Running Snakemake on the computing cluster
16 months ago
wangdp123 ▴ 280

Hi there,

I have a question about how to run Snakemake tool properly on the HPC (cluster) and I understand that there are at least three ways of doing this below:

1) The following is the content of a test.sh shell script.

#!/bin/bash

#$-cwd #$ -V

#$-l h_rt=48:00:00 #$ -l nodes=10,ppn=1

snakemake -p --cores 10 --snakefile test.snakemake


The way of running is to run "qsub test.sh" to submit this job to the compute nodes of HPC.

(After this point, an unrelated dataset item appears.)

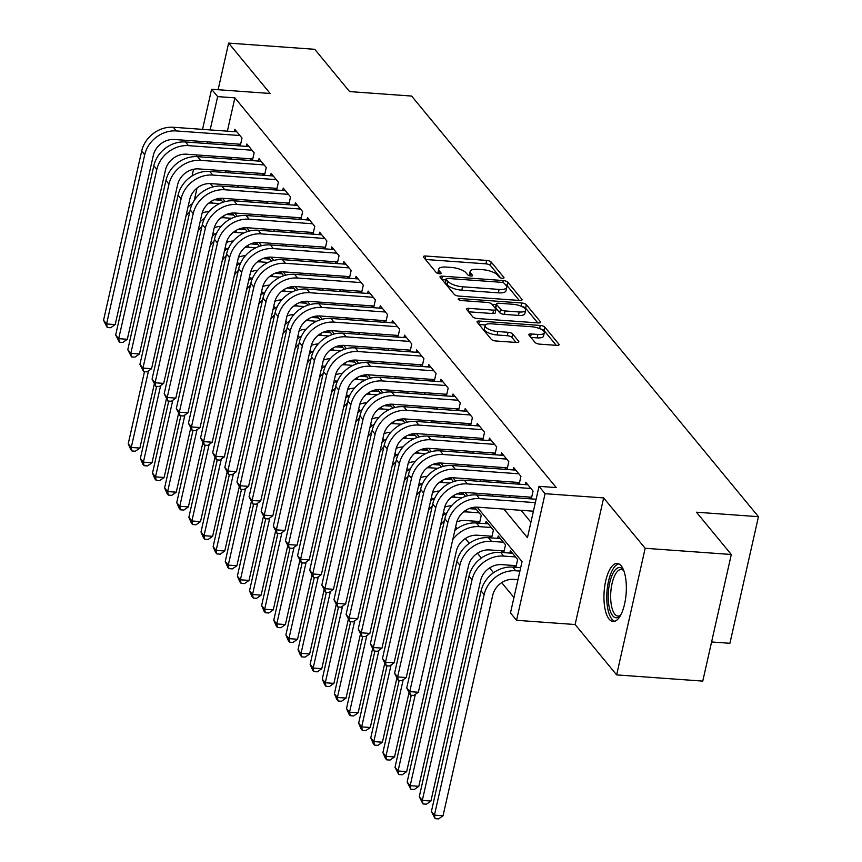 <?xml version="1.0" encoding="UTF-8"?>
<svg xmlns="http://www.w3.org/2000/svg" width="862" height="862" viewBox="0 0 862 862"><rect width="100%" height="100%" fill="white"/><g stroke="black" fill="none" stroke-linecap="round" stroke-linejoin="round"><path stroke-width="1.29" d="M502.341 278.275A2.564 0.873 12.7 0 0 504.011 277.833A2.564 0.873 12.7 0 0 503.882 277.435L491.232 262.102A3.663 1.25 12.7 0 0 486.653 260.41L425.785 256.025A3.663 1.25 12.7 0 0 423.404 256.66A3.663 1.25 12.7 0 0 423.598 257.221L436.247 272.564A2.564 0.873 12.7 0 0 439.448 273.75A2.564 0.873 12.7 0 0 441.118 273.297A2.564 0.873 12.7 0 0 440.978 272.909L439.34 270.916A11.723 4.008 12.7 0 1 438.726 269.127A11.723 4.008 12.7 0 1 446.354 267.08L451.429 267.446A11.723 4.008 12.7 0 1 466.062 272.845L467.7 274.827A2.564 0.873 12.7 0 0 470.9 276.012A2.564 0.873 12.7 0 0 472.559 275.56A2.564 0.873 12.7 0 0 472.43 275.172L470.792 273.189A11.723 4.008 12.7 0 1 470.178 271.39A11.723 4.008 12.7 0 1 477.807 269.343L482.871 269.709A11.723 4.008 12.7 0 1 497.503 275.107L499.141 277.101A2.564 0.873 12.7 0 0 502.341 278.275M621.157 565.784A29.114 11.044 -85.9 0 0 617.235 563.436A29.114 11.044 -85.9 0 0 604.725 586.225A29.114 11.044 -85.9 0 0 609.132 619.164A29.114 11.044 -85.9 0 0 613.054 621.513A29.114 11.044 -85.9 0 0 625.564 598.713A29.114 11.044 -85.9 0 0 621.157 565.784M535.065 342.451A3.663 1.25 12.7 0 0 539.634 344.132L556.712 345.371A3.663 1.25 12.7 0 0 559.093 344.725A3.663 1.25 12.7 0 0 558.899 344.164L544.859 327.129A3.663 1.25 12.7 0 0 540.28 325.448L479.412 321.063A3.663 1.25 12.7 0 0 477.031 321.698A3.663 1.25 12.7 0 0 477.225 322.259L491.265 339.294A3.663 1.25 12.7 0 0 495.844 340.986L516.467 342.473A3.663 1.25 12.7 0 0 518.849 341.826A3.663 1.25 12.7 0 0 518.655 341.266L512.653 333.982A3.663 1.25 12.7 0 0 508.074 332.29L497.848 331.558A9.805 3.351 12.7 0 1 485.101 325.534A9.805 3.351 12.7 0 1 491.48 323.832L531.552 326.72A9.805 3.351 12.7 0 1 544.299 332.732A9.805 3.351 12.7 0 1 537.92 334.445L531.24 333.96A3.663 1.25 12.7 0 0 528.859 334.596A3.663 1.25 12.7 0 0 529.052 335.156L535.065 342.451M731.299 554.492L702.767 681.099L616.642 674.892L645.175 548.286L731.299 554.492L696.442 512.211L758.452 516.683L411.627 96.059L349.606 91.587L314.749 49.306L228.624 43.1L270.151 93.473L211.589 89.249L217.655 96.609L234.873 97.848L556.238 487.58L539.019 486.34L545.075 493.7L516.543 620.306L510.476 612.947L522.049 561.625L477.128 507.147M645.175 548.286L603.648 497.913L545.075 493.7M519.689 300.472A3.663 1.25 12.7 0 0 522.07 299.836A3.663 1.25 12.7 0 0 521.876 299.276L507.837 282.24A3.663 1.25 12.7 0 0 503.268 280.549L442.4 276.163A3.663 1.25 12.7 0 0 440.008 276.799A3.663 1.25 12.7 0 0 440.202 277.359L454.252 294.395A3.663 1.25 12.7 0 0 458.821 296.086L519.689 300.472M526.348 304.685L540.388 321.72A3.663 1.25 12.7 0 1 540.582 322.28A3.663 1.25 12.7 0 1 538.2 322.916L477.332 318.531A3.663 1.25 12.7 0 1 472.764 316.85L466.751 309.555A3.663 1.25 12.7 0 1 466.557 308.995A3.663 1.25 12.7 0 1 468.939 308.359L493.624 310.137A3.663 1.25 12.7 0 0 496.006 309.501A3.663 1.25 12.7 0 0 495.812 308.93L491.825 304.103A3.663 1.25 12.7 0 0 487.256 302.411L461.558 300.558A2.564 0.873 12.7 0 1 458.218 298.985A2.564 0.873 12.7 0 1 459.888 298.543L521.769 302.993A3.663 1.25 12.7 0 1 526.348 304.685L525.572 308.111L537.759 322.884M228.624 43.1L218.118 89.723M513.59 565.483L515.067 567.271M501.468 550.775L502.934 552.564M489.336 536.067L490.812 537.856M477.214 521.359L478.69 523.148M240.25 145.926L242.017 138.092L234.744 129.268L234.205 131.66M252.383 160.634L254.15 152.8L246.866 143.976L246.338 146.357M264.505 175.342L266.272 167.508L258.999 158.683L258.46 161.065M276.637 190.049L278.404 182.216L271.121 173.391L270.582 175.773M288.759 204.757L290.526 196.924L283.253 188.099L282.714 190.48M300.892 219.454L302.659 211.632L295.375 202.807L294.836 205.188M313.014 234.162L314.781 226.34L307.508 217.515L306.969 219.896M325.146 248.87L326.903 241.048L319.63 232.223L319.091 234.604M337.268 263.578L339.035 255.755L331.762 246.931L331.223 249.312M349.401 278.286L351.157 270.463L343.884 261.639L343.345 264.02M361.523 292.994L363.29 285.171L356.017 276.346L355.478 278.728M373.655 307.702L375.412 299.879L368.139 291.054L367.6 293.436M385.777 322.41L387.544 314.576L380.261 305.762L379.733 308.143M397.91 337.117L399.666 329.284L392.393 320.459L391.854 322.851M410.032 351.825L411.799 343.992L404.515 335.167L403.987 337.548M422.154 366.533L423.921 358.7L416.648 349.875L416.109 352.256M434.286 381.241L436.053 373.408L428.77 364.583L428.242 366.964M446.408 395.938L448.175 388.115L440.902 379.291L440.363 381.672M458.541 410.646L460.308 402.823L453.024 393.999L452.485 396.38M470.663 425.354L472.43 417.531L465.157 408.707L464.618 411.088M482.795 440.062L484.552 432.239L477.279 423.414L476.74 425.796M494.917 454.77L496.684 446.947L489.411 438.122L488.873 440.504M507.05 469.478L508.806 461.655L501.533 452.83L500.994 455.211M519.172 484.185L520.939 476.363L513.666 467.538L513.127 469.919M531.304 498.893L533.061 491.071L525.788 482.246L525.249 484.627M234.873 97.848L227.374 131.164M224.67 143.124L224.303 144.773M230.046 157.337L231.522 159.125M242.168 172.044L243.644 173.833M254.301 186.752L255.766 188.541M266.423 201.46L267.899 203.249M278.555 216.168L280.021 217.957M290.677 230.876L292.153 232.665M302.799 245.584L304.275 247.372M314.932 260.292L316.408 262.08M327.054 275L328.53 276.788M339.186 289.707L340.662 291.485M351.308 304.415L352.784 306.193M363.441 319.112L364.917 320.901M375.563 333.82L377.039 335.609M387.695 348.528L389.171 350.317M399.817 363.236L401.293 365.025M411.95 377.944L413.415 379.733M424.072 392.652L425.548 394.44M436.204 407.36L437.67 409.148M448.326 422.068L449.802 423.856M460.459 436.775L461.924 438.564M472.581 451.483L474.057 453.272M484.703 466.191L486.179 467.98M496.835 480.899L498.311 482.677M508.957 495.607L510.433 497.385M521.09 510.304L530.927 522.243M237.966 144.073L239.442 145.861M250.099 158.78L251.575 160.569M262.22 173.488L263.697 175.277M274.353 188.196L275.829 189.985M286.475 202.904L287.951 204.693M298.608 217.612L300.073 219.401M310.729 232.32L312.206 234.108M322.862 247.028L324.327 248.816M334.984 261.736L336.46 263.524M347.117 276.443L348.582 278.232M359.238 291.151L360.715 292.94M371.36 305.859L372.837 307.648M383.493 320.567L384.969 322.345M395.615 335.264L397.091 337.053M407.748 349.972L409.224 351.761M419.869 364.68L421.346 366.469M432.002 379.388L433.478 381.176M444.124 394.096L445.6 395.884M456.257 408.803L457.722 410.592M468.378 423.511L469.855 425.3M480.511 438.219L481.977 440.008M492.633 452.927L494.109 454.716M504.766 467.635L506.231 469.424M516.888 482.343L518.364 484.132M529.009 497.051L530.486 498.839M213.119 232.665L214.616 234.486M225.241 247.372L226.738 249.193M237.362 262.08L238.871 263.901M249.495 276.788L250.993 278.598M261.617 291.496L263.125 293.306M273.75 306.204L275.247 308.014M285.872 320.901L287.369 322.722M298.004 335.609L299.502 337.43M310.126 350.317L311.624 352.138M322.259 365.025L323.756 366.846M334.381 379.733L335.878 381.554M346.513 394.44L348.011 396.261M358.635 409.148L360.133 410.969M370.768 423.856L372.265 425.677M382.89 438.564L384.387 440.385M395.012 453.272L396.52 455.093M407.144 467.98L408.642 469.79M419.266 482.688L420.775 484.498M431.399 497.396L432.896 499.206M443.521 512.093L445.018 513.914M455.653 526.801L457.151 528.621M465.318 538.524L469.273 543.329M477.44 553.232L481.405 558.037M489.573 567.939L493.527 572.745M501.695 582.647L513.957 597.517M218.786 200.092L219.153 198.454M223.042 202.225L219.864 198.368M230.908 214.8L231.275 213.162M235.175 216.933L231.997 213.076M243.041 229.507L243.407 227.87M247.297 231.641L244.118 227.783M255.163 244.215L255.529 242.578M259.419 246.349L256.24 242.491M267.295 258.923L267.662 257.285M271.552 261.057L268.373 257.199M279.417 273.631L279.784 271.993M283.673 275.765L280.495 271.907M291.55 288.339L291.916 286.701M295.806 290.462L292.627 286.615M303.672 303.036L304.038 301.409M307.928 305.17L304.749 301.323M315.794 317.744L316.171 316.106M320.061 319.877L316.882 316.031M327.926 332.452L328.293 330.814M332.182 334.585L329.004 330.739M340.048 347.16L340.425 345.522M344.315 349.293L341.137 345.436M352.181 361.868L352.547 360.23M356.437 364.001L353.258 360.144M364.303 376.575L364.68 374.938M368.57 378.709L365.391 374.851M376.435 391.283L376.802 389.646M380.692 393.417L377.513 389.559M388.557 405.991L388.924 404.353M392.824 408.125L389.646 404.267M400.69 420.699L401.056 419.061M404.946 422.833L401.767 418.975M412.812 435.407L413.178 433.769M417.068 437.54L413.9 433.683M424.944 450.115L425.311 448.477M429.201 452.248L426.022 448.391M437.066 464.823L437.433 463.185M441.322 466.956L438.144 463.099M449.199 479.531L449.565 477.893M453.455 481.653L450.276 477.807M461.321 494.228L461.687 492.601M465.577 496.361L462.398 492.514M473.443 508.936L473.82 507.298M479.498 523.212L481.265 515.379L474.531 507.222M485.575 523.643L486.114 521.262L493.387 530.087L491.62 537.92M497.697 538.351L498.236 535.97L505.52 544.795L503.753 552.628M509.83 553.059L510.369 550.678L517.642 559.503L515.875 567.325M711.592 641.964L729.92 643.289L758.452 516.683M603.648 497.913L575.116 624.519L616.642 674.892M575.116 624.519L516.543 620.306M503.861 509.065L527.447 537.672L539.019 486.34M212.817 156.097L214.293 157.886M224.95 170.805L226.415 172.594M237.072 185.513L238.548 187.302M249.193 200.221L250.67 202.01M261.326 214.929L262.802 216.718M273.448 229.637L274.924 231.425M285.581 244.345L287.057 246.133M297.702 259.053L299.179 260.83M309.835 273.75L311.311 275.538M321.957 288.458L323.433 290.246M334.09 303.165L335.566 304.954M346.212 317.873L347.688 319.662M358.344 332.581L359.81 334.37M370.466 347.289L371.942 349.078M382.599 361.997L384.064 363.786M394.721 376.705L396.197 378.493M406.853 391.413L408.319 393.201M418.975 406.121L420.451 407.909M431.097 420.828L432.573 422.617M443.23 435.536L444.706 437.325M455.351 450.244L456.828 452.022M467.484 464.941L468.96 466.73M479.606 479.649L481.082 481.438M491.739 494.357L493.215 496.146M217.655 96.609L210.145 129.925M207.451 141.874L207.074 143.534M192.043 175.999L193.551 169.275M196.407 156.625L196.784 154.945M199.478 142.984L199.855 141.336M202.548 129.375L211.589 89.249M197.032 188.099L194.262 200.372M467.721 495.736L465.006 492.439M455.599 481.028L452.873 477.731M443.467 466.331L440.751 463.023M431.345 451.623L428.619 448.315M419.212 436.915L416.497 433.608M407.09 422.208L404.364 418.9M394.968 407.5L392.242 404.203M382.836 392.792L380.12 389.495M370.714 378.084L367.988 374.787M358.581 363.376L355.866 360.079M346.459 348.668L343.733 345.371M334.327 333.96L331.611 330.663M322.205 319.252L319.479 315.955M310.072 304.545L307.357 301.247M297.95 289.837L295.224 286.54M285.818 275.14L283.102 271.832M273.696 260.432L270.97 257.124M261.563 245.724L258.848 242.416M249.441 231.016L246.715 227.708M237.319 216.308L234.593 213.011M225.187 201.6L222.471 198.303M213.065 186.892L210.339 183.595M470.178 271.39L469.402 274.806A11.723 4.008 12.7 0 0 469.499 275.765M438.726 269.127L437.961 272.543A11.723 4.008 12.7 0 0 438.058 273.502M500.714 277.963L490.456 265.518A3.663 1.25 12.7 0 0 485.888 263.837L425.462 259.484M445.891 279.891L442.066 279.622M519.247 300.439L507.061 285.656A3.663 1.25 12.7 0 0 505.337 284.611M504.41 283.479A2.564 0.873 12.7 0 0 501.21 282.305L447.777 278.448A2.564 0.873 12.7 0 0 446.117 278.9A2.564 0.873 12.7 0 0 446.247 279.288L447.971 281.389A11.723 4.008 12.7 0 0 462.603 286.787L499.12 289.416A11.723 4.008 12.7 0 0 506.748 287.38A11.723 4.008 12.7 0 0 506.134 285.581L504.41 283.479M445.632 282.025A2.564 0.873 12.7 0 0 445.342 282.316A2.564 0.873 12.7 0 0 445.482 282.714L446.247 279.288M506.748 287.38L505.983 290.796A11.723 4.008 12.7 0 1 498.355 292.843L461.827 290.203A11.723 4.008 12.7 0 1 447.206 284.805L445.482 282.714M468.605 311.807L492.848 313.552A3.663 1.25 12.7 0 0 495.241 312.917L496.006 309.501M492.019 304.329L496.2 304.631M519.236 311.979A9.805 3.351 12.7 0 0 525.615 310.277A9.805 3.351 12.7 0 0 512.868 304.254L498.753 303.241A3.663 1.25 12.7 0 0 496.372 303.877A3.663 1.25 12.7 0 0 496.566 304.437L500.553 309.275A3.663 1.25 12.7 0 0 505.121 310.966L519.236 311.979L518.471 315.406A9.805 3.351 12.7 0 0 524.85 313.693L525.615 310.277M496.372 303.877L495.596 307.303A3.663 1.25 12.7 0 0 495.79 307.863L496.566 304.437M518.471 315.406L504.356 314.382A3.663 1.25 12.7 0 1 499.777 312.701L495.79 307.863M525.572 308.111A3.663 1.25 12.7 0 0 521.801 306.516M544.299 332.732L543.523 336.158A9.805 3.351 12.7 0 1 537.145 337.861L530.906 337.408M485.101 325.534L484.325 328.961A9.805 3.351 12.7 0 0 497.072 334.973L497.848 331.558M516.026 342.44L511.877 337.398A3.663 1.25 12.7 0 0 507.309 335.717L497.072 334.973M485.403 324.963L479.078 324.511M556.27 345.339L544.084 330.555A3.663 1.25 12.7 0 0 540.539 329.004M208.787 203.109A27.993 24.071 -39.5 0 1 212.591 203.109L219.594 203.604M214.315 199.768L221.448 200.286M209.013 211.621A18.662 16.044 140.5 0 0 202.128 213.076M154.266 384.204L139.881 448.068L135.388 451.225L131.94 450.977L130.722 449.501L128.233 443.768L144.482 371.673M128.233 443.768L131.272 447.443L148.533 370.832M185.976 216.028A27.993 24.071 -39.5 0 1 189.78 211.707M188.045 206.869A27.993 24.071 -39.5 0 1 192.345 203.766M131.94 450.977L131.272 447.443L139.881 448.068M240.627 144.266L174.404 139.493A18.662 16.044 140.5 0 0 153.328 155.365L115.196 324.575L110.702 327.732L107.254 327.485L103.548 320.276L141.68 151.065A27.993 24.071 -39.5 0 1 173.305 127.264L236.867 131.843M103.548 320.276L106.586 323.95L144.719 154.74A27.993 24.071 -39.5 0 1 176.333 130.938L239.895 135.528M107.254 327.485L106.586 323.95L115.196 324.575M620.414 615.597A25.192 9.557 94.1 0 1 620.155 615.877A25.192 9.557 94.1 0 1 608.216 595.62A25.192 9.557 94.1 0 1 613.604 572.206A25.192 9.557 94.1 0 1 623.463 570.03A25.192 9.557 94.1 0 1 623.679 570.342M623.829 570.752A23.328 8.846 -85.9 0 0 621.297 569.523A23.328 8.846 -85.9 0 0 610.652 595.523A23.328 8.846 -85.9 0 0 617.946 616.061A23.328 8.846 -85.9 0 0 620.629 615.209M618.873 563.877A28.931 10.969 -85.9 0 0 606.773 596.062A28.931 10.969 -85.9 0 0 614.735 621.297M220.92 217.817A27.993 24.071 -39.5 0 1 224.713 217.806L231.716 218.312M226.447 214.476L233.57 214.994M221.146 226.329A18.662 16.044 140.5 0 0 214.25 227.783M166.398 398.912L152.003 462.775L147.51 465.933L144.062 465.685L142.855 464.209L140.366 458.476L156.615 386.381M140.366 458.476L143.394 462.151L160.655 385.54M198.109 230.736A27.993 24.071 -39.5 0 1 201.913 226.415M200.167 221.577A27.993 24.071 -39.5 0 1 204.466 218.474M144.062 465.685L143.394 462.151L152.003 462.775M233.042 232.514A27.993 24.071 -39.5 0 1 236.845 232.514L243.849 233.02M238.569 229.184L245.692 229.701M233.268 241.037A18.662 16.044 140.5 0 0 226.372 242.491M178.52 413.62L164.136 477.483L159.642 480.64L156.194 480.393L154.977 478.916L152.488 473.184L168.736 401.089M152.488 473.184L155.516 476.858L172.788 400.248M210.231 245.444A27.993 24.071 -39.5 0 1 214.035 241.123M212.3 236.285A27.993 24.071 -39.5 0 1 216.599 233.182M156.194 480.393L155.516 476.858L164.136 477.483M245.174 247.222A27.993 24.071 -39.5 0 1 248.967 247.222L255.971 247.728M250.702 243.892L257.824 244.409M245.401 255.734A18.662 16.044 140.5 0 0 238.505 257.199M190.653 428.328L176.257 492.191L171.764 495.348L168.316 495.1L167.109 493.624L164.62 487.892L180.858 415.786M164.62 487.892L167.648 491.566L184.91 414.956M222.364 260.152A27.993 24.071 -39.5 0 1 226.167 255.831M224.422 250.993A27.993 24.071 -39.5 0 1 228.721 247.89M168.316 495.1L167.648 491.566L176.257 492.191M257.296 261.929A27.993 24.071 -39.5 0 1 261.1 261.929L268.093 262.436M262.824 258.6L269.946 259.106M257.522 270.442A18.662 16.044 140.5 0 0 250.626 271.907M202.775 443.036L188.39 506.888L183.886 510.056L180.449 509.808L179.231 508.332L176.742 502.6L192.991 430.494M176.742 502.6L179.77 506.274L197.042 429.664M234.486 274.859A27.993 24.071 -39.5 0 1 238.289 270.539M236.554 265.701A27.993 24.071 -39.5 0 1 240.854 262.598M180.449 509.808L179.77 506.274L188.39 506.888M252.76 158.974L186.537 154.201A18.662 16.044 140.5 0 0 165.45 170.073L127.317 339.283L122.824 342.44L119.376 342.192L115.68 334.984L153.813 165.773A27.993 24.071 -39.5 0 1 185.427 141.971L248.989 146.551M115.68 334.984L118.708 338.658L156.841 169.448A27.993 24.071 -39.5 0 1 188.466 145.646L252.027 150.225M119.376 342.192L118.708 338.658L127.317 339.283M264.882 173.682L198.659 168.909A18.662 16.044 140.5 0 0 177.583 184.78L139.45 353.991L134.957 357.148L131.509 356.9L127.802 349.692L165.935 180.481A27.993 24.071 -39.5 0 1 197.56 156.679L261.121 161.259M127.802 349.692L130.83 353.366L168.974 184.156A27.993 24.071 -39.5 0 1 200.587 160.354L264.149 164.933M131.509 356.9L130.83 353.366L139.45 353.991M277.004 188.39L210.791 183.617A18.662 16.044 140.5 0 0 189.705 199.488L151.572 368.699L147.079 371.856L143.631 371.608L139.935 364.4L178.068 195.189A27.993 24.071 -39.5 0 1 209.681 171.387L273.243 175.967M139.935 364.4L142.963 368.074L181.095 198.863A27.993 24.071 -39.5 0 1 212.72 175.061L276.282 179.641M143.631 371.608L142.963 368.074L151.572 368.699M289.136 203.098L222.913 198.325A18.662 16.044 140.5 0 0 201.837 214.196L163.705 383.407L159.201 386.564L155.763 386.316L152.057 379.108L190.19 209.897A27.993 24.071 -39.5 0 1 221.814 186.095L285.376 190.674M152.057 379.108L155.085 382.782L193.217 213.571A27.993 24.071 -39.5 0 1 224.842 189.769L288.404 194.349M155.763 386.316L155.085 382.782L163.705 383.407M269.429 276.637A27.993 24.071 -39.5 0 1 273.222 276.637L280.225 277.144M274.956 273.308L282.079 273.814M269.655 285.15A18.662 16.044 140.5 0 0 262.759 286.615M214.907 457.744L200.512 521.596L196.019 524.764L192.571 524.516L191.364 523.04L188.864 517.308L205.113 445.201M188.864 517.308L191.903 520.982L209.164 444.372M246.618 289.567A27.993 24.071 -39.5 0 1 250.411 285.247M248.676 280.409A27.993 24.071 -39.5 0 1 252.975 277.305M192.571 524.516L191.903 520.982L200.512 521.596M301.258 217.806L235.046 213.033A18.662 16.044 140.5 0 0 213.959 228.904L175.826 398.115L171.333 401.272L167.885 401.024L164.179 393.815L202.322 224.605A27.993 24.071 -39.5 0 1 233.936 200.803L297.498 205.382M164.179 393.815L167.217 397.49L205.35 228.279A27.993 24.071 -39.5 0 1 236.975 204.477L300.536 209.057M167.885 401.024L167.217 397.49L175.826 398.115M281.551 291.345A27.993 24.071 -39.5 0 1 285.354 291.345L292.347 291.852M287.078 288.016L294.201 288.522M281.777 299.857A18.662 16.044 140.5 0 0 274.881 301.323M227.029 472.451L212.645 536.304L208.141 539.461L204.703 539.213L203.486 537.748L200.997 532.005L217.246 459.909M200.997 532.005L204.025 535.69L221.297 459.08M258.74 304.275A27.993 24.071 -39.5 0 1 262.544 299.954M260.809 295.116A27.993 24.071 -39.5 0 1 265.108 292.013M204.703 539.213L204.025 535.69L212.645 536.304M313.391 232.514L247.168 227.74A18.662 16.044 140.5 0 0 226.092 243.612L187.959 412.823L183.455 415.98L180.018 415.732L176.311 408.523L214.444 239.313A27.993 24.071 -39.5 0 1 246.069 215.511L309.63 220.09M176.311 408.523L179.339 412.198L217.472 242.987A27.993 24.071 -39.5 0 1 249.096 219.185L312.658 223.764M180.018 415.732L179.339 412.198L187.959 412.823M293.683 306.053A27.993 24.071 -39.5 0 1 297.476 306.053L304.48 306.56M299.211 302.724L306.333 303.23M293.899 314.565A18.662 16.044 140.5 0 0 287.014 316.031M239.162 487.159L224.766 551.012L220.273 554.169L216.825 553.921L215.619 552.456L213.119 546.713L229.367 474.617M213.119 546.713L216.157 550.398L233.419 473.788M270.862 318.983A27.993 24.071 -39.5 0 1 274.666 314.662M272.931 309.814A27.993 24.071 -39.5 0 1 277.23 306.721M216.825 553.921L216.157 550.398L224.766 551.012M325.513 247.222L259.3 242.448A18.662 16.044 140.5 0 0 238.214 258.32L200.081 427.53L195.588 430.688L192.14 430.44L188.433 423.231L226.566 254.021A27.993 24.071 -39.5 0 1 258.191 230.219L321.752 234.798M188.433 423.231L191.472 426.905L229.604 257.695A27.993 24.071 -39.5 0 1 261.229 233.893L324.78 238.472M192.14 430.44L191.472 426.905L200.081 427.53M305.805 320.761A27.993 24.071 -39.5 0 1 309.609 320.761L316.602 321.267M311.333 317.431L318.455 317.938M306.032 329.273A18.662 16.044 140.5 0 0 299.136 330.739M251.284 501.867L236.899 565.72L232.395 568.877L228.958 568.629L227.74 567.164L225.251 561.421L241.5 489.325M225.251 561.421L228.279 565.106L245.551 488.495M282.995 333.691A27.993 24.071 -39.5 0 1 286.798 329.37M285.063 324.521A27.993 24.071 -39.5 0 1 289.363 321.429M228.958 568.629L228.279 565.106L236.899 565.72M337.645 261.929L271.422 257.156A18.662 16.044 140.5 0 0 250.346 273.017L212.214 442.228L207.71 445.395L204.272 445.148L200.566 437.939L238.699 268.728A27.993 24.071 -39.5 0 1 270.323 244.927L333.885 249.506M200.566 437.939L203.594 441.613L241.726 272.403A27.993 24.071 -39.5 0 1 273.351 248.601L336.913 253.18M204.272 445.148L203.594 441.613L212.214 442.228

2) Use the --cluster argument suggested by the Snakemake manual (https://snakemake.readthedocs.io/en/v5.1.4/executable.html) as below:

snakemake --cluster qsub -j 32 --snakefile test.snakemake


3) Use the --profile argument suggested by the Snakemake manual (https://snakemake.readthedocs.io/en/v5.1.4/executable.html) as below:

snakemake --profile myprofile --snakefile test.snakemake


I was wondering if the three methods can lead to the same effects. If not, what would be the difference? Although I was told that the first approach is not going to make use of the multiple nodes of HPC, I don't see that it is true as in practice it seems to have made use of the 10 nodes of HPC.

Many thanks,

Tom

I use your approach #1, because I need to load a custom conda environment for snakemake to run. From the documentation, I'm not clear if a job would be launched for each rule or for the entire pipeline when using options 2 and 3 - what is your experience on that?